Его мать пришла в ярость. Она была уверена, что я специально забеременела, чтобы заманить Дэвида в ловушку. В течение нескольких месяцев между ними царило холодное молчание, пока она не отступила, поняв, что ее единственный сын готов навсегда отгородиться от нее, если она и дальше будет вести себя откровенно дурно. Поэтому она извинилась, ограничившись тонко завуалированными колкими замечаниями и подрывая мою репутацию при любой возможности.
Она любила своих внуков, по-своему, насколько могла, будучи по натуре холодной женщиной.
Я прижала руку к животу, который стал плоским благодаря тому, что я убивала себя тренировками и почти не ела. Небольшие растяжки были единственным свидетельством того, что там выросли два мальчика. От благоговейного касания рук Дэвида к моему животу не осталось и следа.
И вот сейчас я сидела в машине, смотрела на вычурную школу нашего старшего сына и думала о том, что мне придется всю оставшуюся жизнь разбираться со всем дерьмом самостоятельно.
— Ты солгал мне, Дэвид, — прошептала я и вышла из машины.
***
— Райдер необыкновенно способный ребёнок, — сказала мне Эмма Кенсингтон, его учительница английского после того, как я села за стол.
Она была единственной, кто не запнулся о неловкие соболезнования. Я оценила это.
— Я правда считаю, что у него есть талант к сочинительству. У него определенно есть страсть к этому. Его эссе по Диккенсу — одно из самых оригинальных, которое я когда-либо читала.
Я выдохнула. Теперь можно было немного расслабиться. Это был последний разговор с учителями на сегодняшний вечер. Несмотря на неловкое общение в связи со смертью моего мужа, остальные учителя в подавляющем большинстве случаев отзывались о нем положительно. Кроме учителя естествознания, но он был мудаком, а уроки естествознания — это вообще полная чушь.
Каким-то образом Райдеру удавалось поддерживать успеваемость и вообще быть приятным подростком после смерти отца и в разгар того, когда его мать была не в себе.
Я родила инопланетянина. Каприз природы.
— Миссис Лэнгмор? — спросила Эмма.
Я поняла, что впала в состояние зомби прямо здесь, в классе английского языка своего сына. Глаза опасно слезились, но я не могла сейчас сломаться. Не тогда, когда приложила столько усилий, чтобы взять себя в руки. Дала обещание быть матерью, а не черт знает кем.
Я прочистила горло.
— Его отец привил ему любовь к литературе. Обоим нашим сыновьям. Он всегда мечтал, чтобы один из них стал сценаристом, а другой — режиссером. Генераторы творчества, — говорил он.
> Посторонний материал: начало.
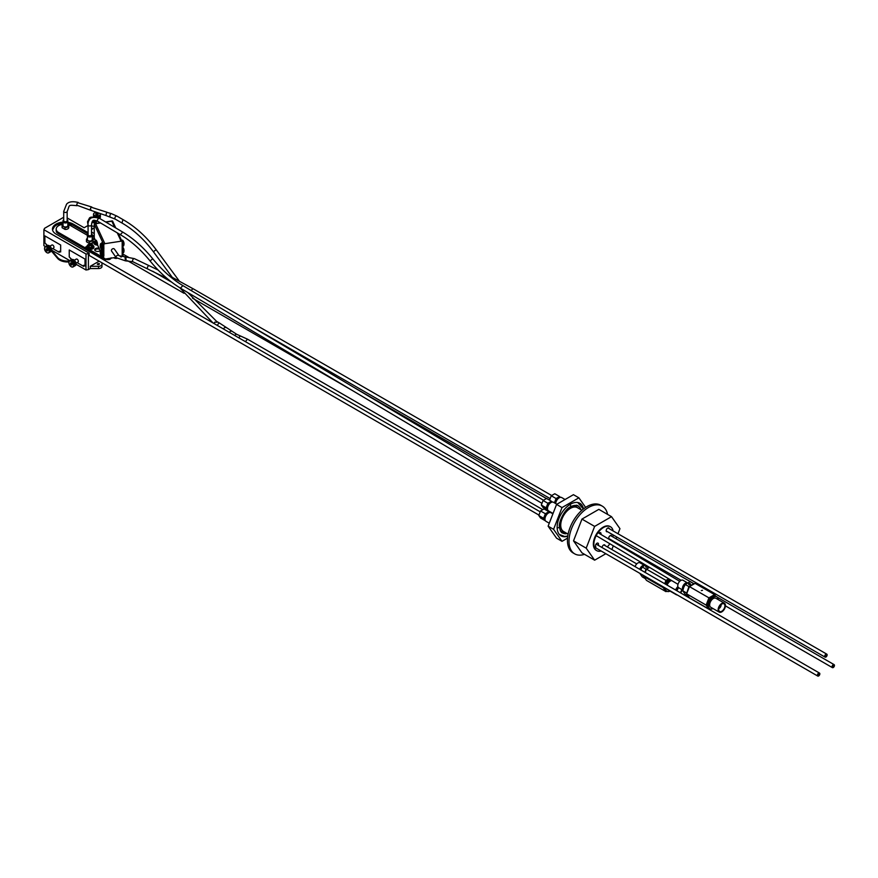 <?xml version="1.0" encoding="UTF-8"?>
<svg xmlns="http://www.w3.org/2000/svg" width="878" height="878" viewBox="0 0 878 878"><rect width="100%" height="100%" fill="white"/><g stroke="black" fill="none" stroke-linecap="round" stroke-linejoin="round"><path stroke-width="1.32" d="M554.424 502.82L556.081 498.55L559.604 496.52L554.786 493.743L551.263 495.774L549.562 500.175M559.604 496.52L560.208 497.387M552.514 502.051L551.603 501.525M556.081 498.55L551.263 495.774M559.604 497.464A4.028 2.327 120 0 0 556.422 499.033A4.028 2.327 120 0 0 555.028 503.16M555.28 503.313A4.192 2.414 -60 0 1 556.707 499.231A4.192 2.414 -60 0 1 559.857 497.486M564.675 499.275L561.69 497.552A4.961 2.864 120 0 0 557.991 498.748A4.961 2.864 120 0 0 555.708 503.555M546.127 507.824L547.894 503.281L551.417 501.25L546.599 498.474L543.076 500.504L541.309 505.037L543.076 507.55L547.894 510.327L546.127 507.824L541.309 505.037M551.417 501.25L552.021 502.117M547.894 503.281L543.076 500.504M551.417 502.194A4.028 2.327 120 0 0 547.642 504.63A4.028 2.327 120 0 0 547.422 509.119M547.565 509.317A4.192 2.414 -60 0 1 547.949 504.806A4.192 2.414 -60 0 1 551.669 502.216M556.861 504.224L553.491 502.282A4.961 2.864 120 0 0 548.53 505.146A4.961 2.864 120 0 0 548.53 510.875L552.657 513.257M543.603 518.283L545.359 513.74L548.882 511.709L544.064 508.922L540.541 510.963L538.785 515.496L540.541 518.009L545.359 520.786L543.603 518.283L538.785 515.496M549.43 511.391L548.882 511.709L549.485 512.565M545.359 513.74L540.541 510.963M548.882 512.653A4.028 2.327 120 0 0 545.106 515.079A4.028 2.327 120 0 0 544.887 519.567M545.04 519.776A4.192 2.414 -60 0 1 545.414 515.265A4.192 2.414 -60 0 1 549.134 512.675M552.514 513.63L550.967 512.73A4.961 2.864 120 0 0 546.006 515.606A4.961 2.864 120 0 0 546.006 521.334L549.09 523.112M578.887 497.826L573.444 494.676L556.564 504.422L562.008 507.572L578.887 497.826L585.615 507.396M567.528 538.148L562.008 541.331L556.564 538.181L548.124 526.174L556.564 504.422M562.008 541.331L553.568 529.324L548.124 526.174M553.568 529.324L562.008 507.572M605.085 545.633A2.151 1.24 120 0 0 604.657 544.887A2.151 1.24 120 0 0 603.032 545.436A2.151 1.24 120 0 0 602.067 547.554M611.714 536.249A2.151 1.24 120 0 0 611.286 535.503A2.151 1.24 120 0 0 609.134 536.743A2.151 1.24 120 0 0 609.134 539.224A2.151 1.24 120 0 0 609.99 539.235M609.178 528.666A2.151 1.24 120 0 0 608.761 527.974A2.151 1.24 120 0 0 607.686 528.073A2.151 1.24 120 0 0 606.281 529.972A2.151 1.24 120 0 0 606.61 531.695A2.151 1.24 120 0 0 607.499 531.684M600.892 534.417A2.151 1.24 120 0 0 600.563 532.705A2.151 1.24 120 0 0 599.487 532.803M598.192 545.315A2.151 1.24 120 0 0 598.039 543.153A2.151 1.24 120 0 0 595.888 544.393A2.151 1.24 120 0 0 595.888 546.884M613.14 530.949A13.785 7.957 120 0 0 610.473 526.767A13.785 7.957 120 0 0 599.861 530.466A13.785 7.957 120 0 0 593.835 544.338A13.785 7.957 120 0 0 596.7 550.638A13.785 7.957 120 0 0 601.156 551.011M607.335 546.928A13.785 7.957 120 0 0 609.826 543.745M612.844 536.897A13.785 7.957 120 0 0 613.206 534.965M567.748 536.173A18.811 10.865 -60 0 1 561.042 535.865A18.811 10.865 -60 0 1 558.156 520.797A18.811 10.865 -60 0 1 570.448 504.213A18.811 10.865 -60 0 1 579.853 503.281A18.811 10.865 -60 0 1 583.475 508.933M567.978 508.669A15.508 8.956 -60 0 1 570.448 506.913A15.508 8.956 -60 0 1 578.207 506.145A15.508 8.956 -60 0 1 580.896 509.69M567.111 533.561A15.508 8.956 -60 0 1 562.699 533.001A15.508 8.956 -60 0 1 560.01 521.751M568.099 534.131L563.577 531.519A13.785 7.957 -60 0 1 561.47 520.478A13.785 7.957 -60 0 1 570.47 508.329A13.785 7.957 -60 0 1 577.362 507.649L581.884 510.261M681.8 589.533A4.412 2.546 -60 0 1 680.176 592.65M676.016 590.246A4.412 2.546 -60 0 1 678.079 587.119M665.272 584.046A6.892 3.984 -60 0 1 666.808 581.423A6.892 3.984 -60 0 1 667.05 581.115A6.892 3.984 -60 0 1 669.299 579.14M670.035 591.081A6.892 3.984 -60 0 1 666.896 591.267L665.919 590.696A6.892 3.984 -60 0 1 664.492 587.7A6.892 3.984 -60 0 1 664.492 587.58M677.19 594.911A5.169 2.985 -60 0 1 676.236 594.669L667.763 589.775A5.169 2.985 -60 0 1 667.071 589.061M667.137 585.121A5.169 2.985 -60 0 1 671.736 580.588M682.217 589.775A5.169 2.985 -60 0 1 680.571 592.88M676.236 594.669A5.169 2.985 -60 0 1 675.544 593.956M675.61 590.016A5.169 2.985 -60 0 1 677.893 586.647M666.896 591.267A6.892 3.984 -60 0 1 665.469 588.139M666.248 584.605A6.892 3.984 -60 0 1 670.265 579.71M643.936 575.705L643.662 576.385L646.482 580.391L665.974 591.64L663.153 587.645L643.662 576.385L643.772 575.617M645.034 572.357L646.482 569.142L645.198 572.456M659.597 573.367L658.665 572.807M664.679 583.705L665.974 580.391L646.482 569.142L649.533 567.375M666.896 581.214L665.974 580.391L668.729 578.8M664.416 587.591L663.153 587.645L663.428 586.954M665.974 591.64L666.764 591.19M635.09 566.617A4.302 2.491 120 0 1 639.996 562.798L644.463 565.377A4.302 2.491 120 0 0 639.755 569.317M643.739 575.781L639.799 573.345L642.268 576.846L645.165 578.525M645.374 564.905L642.268 567.001L640.731 569.998M647.251 566.244A0.966 0.56 180 0 1 646.559 567.199A0.966 0.56 180 0 1 646.197 566.123A0.966 0.56 180 0 1 647.251 566.244M642.268 567.001L645.934 569.12L648.71 567.879M645.012 572.478L645.934 569.12M676.631 590.609A2.755 1.591 120 0 0 678.112 587.162M607.576 514.387A27.569 15.914 120 0 0 602.275 506.123L600.717 505.223A27.569 15.914 120 0 0 579.469 512.609A27.569 15.914 120 0 0 567.44 540.343A27.569 15.914 120 0 0 573.147 552.964L574.706 553.864A27.569 15.914 120 0 0 584.507 554.325M602.275 506.123A27.569 15.914 120 0 0 581.027 513.509A27.569 15.914 120 0 0 568.999 541.243A27.569 15.914 120 0 0 574.706 553.864M100.147 213.53A3.446 1.986 180 0 1 100.224 213.661A3.446 1.986 180 0 1 100.311 213.837A3.446 1.986 180 0 1 100.355 214.002A3.446 1.986 180 0 1 100.388 214.177A3.446 1.986 180 0 1 100.388 214.353A3.446 1.986 180 0 1 100.355 214.528A3.446 1.986 180 0 1 100.311 214.693A3.446 1.986 180 0 1 100.224 214.858A3.446 1.986 180 0 1 100.125 215.022A3.446 1.986 180 0 1 99.993 215.187A3.446 1.986 180 0 1 99.851 215.329A3.446 1.986 180 0 1 99.675 215.472A3.446 1.986 180 0 1 99.477 215.604A3.446 1.986 180 0 1 99.269 215.736A3.446 1.986 180 0 1 99.038 215.845A3.446 1.986 180 0 1 98.797 215.944A3.446 1.986 180 0 1 98.534 216.032A3.446 1.986 180 0 1 98.259 216.098A3.446 1.986 180 0 1 97.974 216.164A3.446 1.986 180 0 1 97.688 216.207A3.446 1.986 180 0 1 97.392 216.24A3.446 1.986 180 0 1 97.096 216.251A3.446 1.986 180 0 1 96.789 216.251A3.446 1.986 180 0 1 96.492 216.24A3.446 1.986 180 0 1 96.196 216.207A3.446 1.986 180 0 1 95.911 216.164A3.446 1.986 180 0 1 95.625 216.098A3.446 1.986 180 0 1 95.351 216.032A3.446 1.986 180 0 1 95.087 215.944A3.446 1.986 180 0 1 94.846 215.845A3.446 1.986 180 0 1 94.615 215.736L94.615 216.877L94.583 215.714A3.446 1.986 0 0 1 94.407 215.604A3.446 1.986 180 0 1 94.209 215.472A3.446 1.986 180 0 1 94.034 215.329A3.446 1.986 180 0 1 93.891 215.187A3.446 1.986 180 0 1 93.759 215.022A3.446 1.986 180 0 1 93.661 214.858A3.446 1.986 180 0 1 93.584 214.693A3.446 1.986 180 0 1 93.529 214.528A3.446 1.986 180 0 1 93.496 214.353A3.446 1.986 180 0 1 93.496 214.177A3.446 1.986 180 0 1 93.529 214.002A3.446 1.986 180 0 1 93.584 213.837A3.446 1.986 180 0 1 93.661 213.661A3.446 1.986 180 0 1 93.759 213.508A3.446 1.986 180 0 1 93.891 213.343A3.446 1.986 180 0 1 94.034 213.2A3.446 1.986 180 0 1 94.209 213.058A3.446 1.986 180 0 1 94.407 212.926A3.446 1.986 180 0 1 94.506 212.86A3.446 1.986 180 0 1 94.561 212.827M96.448 212.267A3.303 1.91 0 0 0 94.605 212.805L94.605 212.805A3.303 1.91 0 0 0 94.286 215.286A3.303 1.91 0 0 0 98.512 215.834A3.303 1.91 0 0 0 100.048 213.497M93.595 216.493A3.446 1.986 0 0 0 93.496 216.965A3.446 1.986 0 0 0 93.496 216.976L93.496 216.021A3.446 1.986 0 0 0 93.496 216.109A3.446 1.986 0 0 0 93.529 216.284A3.446 1.986 0 0 0 93.584 216.46A3.446 1.986 0 0 0 93.661 216.625A3.446 1.986 0 0 0 93.759 216.789A3.446 1.986 0 0 0 93.869 216.921L93.891 215.187M99.466 218.315A3.446 1.986 0 0 0 100.388 216.965A3.446 1.986 0 0 0 100.29 216.493A3.446 1.986 0 0 0 100.355 216.284A3.446 1.986 0 0 0 100.388 216.109A3.446 1.986 0 0 0 100.388 216.021A3.446 1.986 0 0 0 100.388 215.944M98.479 217.81A3.446 1.986 0 0 0 98.534 217.788A3.446 1.986 0 0 0 98.797 217.7A3.446 1.986 0 0 0 99.038 217.601A3.446 1.986 0 0 0 99.269 217.492A3.446 1.986 0 0 0 99.477 217.371A3.446 1.986 0 0 0 99.675 217.239A3.446 1.986 0 0 0 99.851 217.096A3.446 1.986 0 0 0 99.993 216.943A3.446 1.986 0 0 0 100.125 216.789A3.446 1.986 0 0 0 100.224 216.625A3.446 1.986 0 0 0 100.311 216.46L100.224 216.482M97.82 214.66L98.138 213.969L97.26 213.453L96.064 213.639A1.24 0.713 0 0 0 97.82 214.66A1.24 0.713 0 0 0 96.064 213.639L95.746 214.331L96.624 214.847M94.407 215.604L94.407 216.877L94.385 215.604M93.891 216.811L93.759 215.022M93.759 216.647L93.661 214.858M93.661 216.482L93.584 214.693M93.584 216.306L93.529 214.528M93.529 216.12L93.496 214.353M99.269 215.736L99.269 217.492L98.38 217.755M99.675 215.472L99.269 217.393M99.851 215.329L99.675 217.107M99.993 215.187L99.851 216.965M100.125 215.022L99.993 216.811M100.224 214.858L100.125 216.647M100.355 214.528L100.311 216.306M100.388 216.109L100.388 214.353M94.846 215.845L94.846 216.877L94.824 215.834M95.087 215.944L95.087 216.888M95.351 216.032L95.351 216.91M95.625 216.098L95.625 216.943M95.911 216.164L95.911 216.976M96.196 216.207L96.196 217.031M96.492 216.24L96.492 217.096M96.789 216.251L96.789 217.173M97.096 216.251L97.096 217.261M97.392 216.24L97.392 217.36M97.688 216.207L97.688 217.47M97.974 216.164L97.974 217.579M98.259 216.098L98.259 217.7M98.534 216.032L98.534 217.788M98.797 215.944L98.797 217.7M100.311 214.693L100.311 216.46M94.034 215.329L94.034 216.91M94.209 215.472L94.209 216.888M97.26 214.847L97.26 213.453M96.064 214.649L96.064 213.639M89.512 217.974L87.526 221.783L88.469 221.936M91.905 222.463L96.821 223.221M94.297 221.223A2.93 1.69 180 0 1 92.069 222.068M88.887 220.74A2.93 1.69 180 0 1 88.81 220.378A2.93 1.69 180 0 1 89.227 219.511M88.074 225.405L87.526 221.783M94.253 226.359L91.521 225.942M88.03 225.394L88.03 226.392A3.721 2.151 0 0 0 88.074 226.733M91.521 228.532A3.721 2.151 0 0 0 92.212 228.521A3.721 2.151 0 0 0 94.253 227.984L91.521 229.553M91.521 226.063A3.721 2.151 0 0 0 92.212 226.041M90.697 218.271L91.553 217.678M90.302 218.633L90.697 217.81M92.574 217.217A2.25 1.295 0 0 0 90.16 217.503A2.25 1.295 0 0 0 89.863 219.127M89.633 219.434A2.524 1.46 180 0 1 89.227 218.644A2.524 1.46 180 0 1 89.578 217.909A2.524 1.46 180 0 1 89.962 217.612A2.524 1.46 180 0 1 90.072 217.557M94.945 220.334L94.945 222.035L96.887 223.297M96.306 220.63L96.306 222.584M99.181 222.156L99.609 222.836M94.231 220.345L94.945 222.035M106.688 258.812A3.655 2.107 0 0 0 107.368 258.933A3.655 2.107 0 0 0 111.034 258.143M110.178 258.275A3.655 2.107 180 0 1 107.84 258.637L115.995 257.375M114.678 257.583A3.655 2.107 0 0 0 115.358 257.704A3.655 2.107 0 0 0 116.258 257.748M101.628 250.109A3.655 0.768 81.2 0 1 101.727 249.692A3.655 0.768 81.2 0 1 101.958 249.418A3.655 0.768 81.2 0 1 103.286 252.908A3.655 0.768 81.2 0 1 103.077 256.639A3.655 0.768 81.2 0 1 102.55 256.08M103.253 256.486A3.655 0.768 -98.8 0 0 103.472 256.574A3.655 0.768 -98.8 0 0 103.813 255.882A3.655 0.768 -98.8 0 0 103.813 253.896A3.655 0.768 -98.8 0 0 102.364 249.363A3.655 0.768 -98.8 0 0 102.177 249.517M100.794 250.384A3.018 0.637 81.2 0 1 100.959 250.219L102.057 250.043A3.018 0.637 81.2 0 1 103.143 252.93A3.018 0.637 81.2 0 1 102.978 256.014L101.881 256.178A3.018 0.637 81.2 0 1 101.672 256.08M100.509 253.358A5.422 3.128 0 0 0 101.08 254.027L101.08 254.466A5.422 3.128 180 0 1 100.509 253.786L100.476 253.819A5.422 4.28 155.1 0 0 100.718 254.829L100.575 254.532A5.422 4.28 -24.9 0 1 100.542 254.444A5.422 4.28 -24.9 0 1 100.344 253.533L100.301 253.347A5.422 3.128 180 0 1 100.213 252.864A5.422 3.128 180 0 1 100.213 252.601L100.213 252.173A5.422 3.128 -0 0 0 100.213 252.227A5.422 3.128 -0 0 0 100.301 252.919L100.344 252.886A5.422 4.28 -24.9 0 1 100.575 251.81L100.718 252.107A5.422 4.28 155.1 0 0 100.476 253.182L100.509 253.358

Я выпалила все это относительно ровным тоном. Я гордилась собой, поскольку произнесение этих слов и воспоминание о том разговоре было похоже на ощущение кислоты, пролитой на кожу. Дэвид не хотел, чтобы наши мальчики пошли по его стопам. Не хотел, чтобы они стали похожими на всех остальных мужчин рода Лэнгмор, успешных юристов, бесконечно работающих, чтобы сделать этих богатых засранцев еще богаче.
Эмма улыбнулась с легкой жалостью, в отличие от остальных учителей, вдоволь накормивших меня лицемерным сочувствием.
— Думаю, ваш муж очень гордился бы Райдером.
Я кивнула, прикусив губу.
— Так и есть.
— У вас хороший сын, — сказала она уже мягче. — Вы вырастили доброго и умного ребенка. Дети как-то более устойчивы, чем мы.
Я снова кивнула, попрощалась и почти выбежала из кабинета, чуть не столкнувшись с кем-то в коридоре. С кем-то, кого мне вообще не хотелось видеть, не говоря уже о том, чтобы находиться рядом. Это был друг Дэвида — Мартин, который мне никогда не нравился и который всегда пялился на мои сиськи, когда Дэвид не видел.